I'm not "shooting down" the theory that other Cadilac Fairview malls will be chosen, I don't know anything about the malls you mentioned so I couldn't say. You may well be onto something.

I'm just saying that if a CF mall is the "poorer" of two or more choices in a particular town, Apple has the resources to deal elsewhere.


----------



## gmark2000 (Jun 4, 2003)

Ahem, I deduced this connection two years ago.

http://www.ehmac.ca/anything-mac/37655-2-new-canadain-apple-retail-stores-coming.html

There was a Masonville rumor long ago that was shot down by ifoApplestore and my investigations. And Rideau had been discussed as having too many transient people versus "fashion mall" clientelle.


----------



## boxlight (Mar 20, 2008)

Commodus said:


> In Ottawa, there's just one Cadillac Fairview mall, and that's the Rideau Centre.

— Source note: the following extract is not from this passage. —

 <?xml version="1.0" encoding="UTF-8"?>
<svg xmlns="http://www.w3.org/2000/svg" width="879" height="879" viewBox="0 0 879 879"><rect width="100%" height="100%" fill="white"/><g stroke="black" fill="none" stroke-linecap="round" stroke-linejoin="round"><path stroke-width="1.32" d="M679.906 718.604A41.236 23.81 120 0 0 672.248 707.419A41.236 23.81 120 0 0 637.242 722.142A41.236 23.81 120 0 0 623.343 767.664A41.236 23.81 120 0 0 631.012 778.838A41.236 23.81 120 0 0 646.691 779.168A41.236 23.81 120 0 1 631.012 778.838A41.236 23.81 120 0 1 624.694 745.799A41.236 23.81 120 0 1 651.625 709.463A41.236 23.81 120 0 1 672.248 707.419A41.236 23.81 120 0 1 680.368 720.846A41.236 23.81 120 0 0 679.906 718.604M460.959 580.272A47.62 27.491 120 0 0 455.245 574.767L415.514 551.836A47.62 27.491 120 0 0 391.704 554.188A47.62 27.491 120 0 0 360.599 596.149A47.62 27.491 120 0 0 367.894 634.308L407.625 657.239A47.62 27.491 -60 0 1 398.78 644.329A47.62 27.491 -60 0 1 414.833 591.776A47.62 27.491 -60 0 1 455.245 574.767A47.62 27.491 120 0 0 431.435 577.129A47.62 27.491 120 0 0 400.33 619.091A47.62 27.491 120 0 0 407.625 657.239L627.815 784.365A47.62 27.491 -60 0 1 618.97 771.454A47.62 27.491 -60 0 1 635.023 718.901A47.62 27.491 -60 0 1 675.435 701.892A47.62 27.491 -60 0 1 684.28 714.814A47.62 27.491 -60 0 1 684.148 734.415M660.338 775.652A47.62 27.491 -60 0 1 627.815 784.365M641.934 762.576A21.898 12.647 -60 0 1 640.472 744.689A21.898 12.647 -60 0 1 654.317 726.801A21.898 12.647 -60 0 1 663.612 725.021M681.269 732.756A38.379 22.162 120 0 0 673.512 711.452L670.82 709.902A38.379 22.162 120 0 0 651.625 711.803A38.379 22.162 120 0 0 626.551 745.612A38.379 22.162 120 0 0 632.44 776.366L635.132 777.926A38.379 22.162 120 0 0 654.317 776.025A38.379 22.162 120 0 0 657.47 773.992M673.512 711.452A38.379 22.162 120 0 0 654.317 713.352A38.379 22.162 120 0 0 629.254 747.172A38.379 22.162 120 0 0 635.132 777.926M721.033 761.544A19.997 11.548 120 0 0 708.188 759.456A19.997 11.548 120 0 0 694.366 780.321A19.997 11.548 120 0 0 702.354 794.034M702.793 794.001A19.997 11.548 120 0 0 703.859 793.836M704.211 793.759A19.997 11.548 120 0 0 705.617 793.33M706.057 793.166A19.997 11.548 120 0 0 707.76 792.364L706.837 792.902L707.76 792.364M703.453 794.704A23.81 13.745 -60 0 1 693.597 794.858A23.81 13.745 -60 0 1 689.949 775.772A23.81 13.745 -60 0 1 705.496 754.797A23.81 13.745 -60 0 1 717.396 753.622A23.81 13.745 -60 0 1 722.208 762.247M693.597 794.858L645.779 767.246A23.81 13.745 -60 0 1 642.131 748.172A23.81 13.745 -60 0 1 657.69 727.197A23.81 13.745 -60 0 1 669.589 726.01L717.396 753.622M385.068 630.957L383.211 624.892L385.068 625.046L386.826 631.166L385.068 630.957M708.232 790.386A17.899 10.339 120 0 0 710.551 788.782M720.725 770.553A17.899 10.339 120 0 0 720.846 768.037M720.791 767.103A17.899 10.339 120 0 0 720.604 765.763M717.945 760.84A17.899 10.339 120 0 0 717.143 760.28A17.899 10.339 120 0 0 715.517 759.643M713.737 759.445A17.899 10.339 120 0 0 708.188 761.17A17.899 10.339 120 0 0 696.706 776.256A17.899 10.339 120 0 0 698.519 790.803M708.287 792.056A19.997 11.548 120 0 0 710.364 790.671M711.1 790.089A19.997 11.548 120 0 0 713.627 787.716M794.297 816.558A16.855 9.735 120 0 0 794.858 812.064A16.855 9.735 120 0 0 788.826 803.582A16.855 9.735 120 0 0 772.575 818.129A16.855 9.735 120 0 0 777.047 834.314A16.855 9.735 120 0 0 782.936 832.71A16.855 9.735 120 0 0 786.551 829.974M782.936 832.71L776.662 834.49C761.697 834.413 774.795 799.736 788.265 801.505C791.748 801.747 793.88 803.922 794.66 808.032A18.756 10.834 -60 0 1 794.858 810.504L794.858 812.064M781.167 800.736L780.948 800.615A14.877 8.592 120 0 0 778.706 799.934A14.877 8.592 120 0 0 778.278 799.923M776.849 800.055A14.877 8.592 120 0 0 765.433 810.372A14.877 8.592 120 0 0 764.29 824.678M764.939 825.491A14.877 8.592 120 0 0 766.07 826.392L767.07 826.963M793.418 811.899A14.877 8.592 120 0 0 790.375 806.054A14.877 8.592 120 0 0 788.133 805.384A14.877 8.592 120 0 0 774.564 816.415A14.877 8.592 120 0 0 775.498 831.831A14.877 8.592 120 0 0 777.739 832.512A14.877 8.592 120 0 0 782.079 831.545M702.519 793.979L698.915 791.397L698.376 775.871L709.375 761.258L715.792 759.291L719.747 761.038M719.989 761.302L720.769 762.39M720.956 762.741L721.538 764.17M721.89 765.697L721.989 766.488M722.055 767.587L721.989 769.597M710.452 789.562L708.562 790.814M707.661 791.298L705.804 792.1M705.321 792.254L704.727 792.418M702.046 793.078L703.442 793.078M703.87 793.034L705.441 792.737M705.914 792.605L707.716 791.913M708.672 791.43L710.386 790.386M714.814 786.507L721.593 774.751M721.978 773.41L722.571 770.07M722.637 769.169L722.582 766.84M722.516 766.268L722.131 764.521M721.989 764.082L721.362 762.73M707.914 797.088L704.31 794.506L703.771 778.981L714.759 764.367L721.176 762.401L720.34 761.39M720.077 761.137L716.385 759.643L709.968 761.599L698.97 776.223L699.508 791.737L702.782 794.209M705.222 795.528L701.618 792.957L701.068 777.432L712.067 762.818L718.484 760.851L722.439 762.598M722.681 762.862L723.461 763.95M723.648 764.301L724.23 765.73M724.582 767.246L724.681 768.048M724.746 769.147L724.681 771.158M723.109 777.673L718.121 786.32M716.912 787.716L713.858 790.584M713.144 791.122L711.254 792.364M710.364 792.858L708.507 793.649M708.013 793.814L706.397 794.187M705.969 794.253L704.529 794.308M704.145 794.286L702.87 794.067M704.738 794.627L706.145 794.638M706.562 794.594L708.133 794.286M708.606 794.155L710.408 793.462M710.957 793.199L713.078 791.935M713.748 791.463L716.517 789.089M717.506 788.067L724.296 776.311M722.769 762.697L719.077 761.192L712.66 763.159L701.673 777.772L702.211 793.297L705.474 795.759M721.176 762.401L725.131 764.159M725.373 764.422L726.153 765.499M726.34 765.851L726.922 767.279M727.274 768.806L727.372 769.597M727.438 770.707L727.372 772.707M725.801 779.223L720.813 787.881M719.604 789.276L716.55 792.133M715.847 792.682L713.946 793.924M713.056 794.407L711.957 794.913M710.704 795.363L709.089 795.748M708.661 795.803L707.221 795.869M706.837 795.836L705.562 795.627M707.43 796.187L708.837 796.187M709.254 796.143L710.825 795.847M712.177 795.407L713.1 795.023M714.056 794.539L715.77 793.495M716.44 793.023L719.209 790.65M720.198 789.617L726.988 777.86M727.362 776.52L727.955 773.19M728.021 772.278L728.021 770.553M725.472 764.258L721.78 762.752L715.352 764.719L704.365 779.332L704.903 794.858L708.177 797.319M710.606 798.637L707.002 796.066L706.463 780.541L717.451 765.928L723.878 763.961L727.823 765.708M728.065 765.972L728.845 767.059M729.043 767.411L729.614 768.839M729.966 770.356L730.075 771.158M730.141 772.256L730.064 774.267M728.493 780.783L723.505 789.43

Interesting. Seems to me the most likely locations for an Apple Store in Ottawa are one of the three big malls:

1) Rideau Centre; the downtown mall with the classiest stores

2) St. Laurent; nice big mall, lots of nice stores, with tonnes of walk-through traffic

3) Bayshore; passable place, but not that compelling; Les Ailes lost a tonne of money with a failed high-end department store there

Or if they go a little more suburban, maybe in the Centrum area of Kanata, or possibly the IKEA plaza at Pinecrest.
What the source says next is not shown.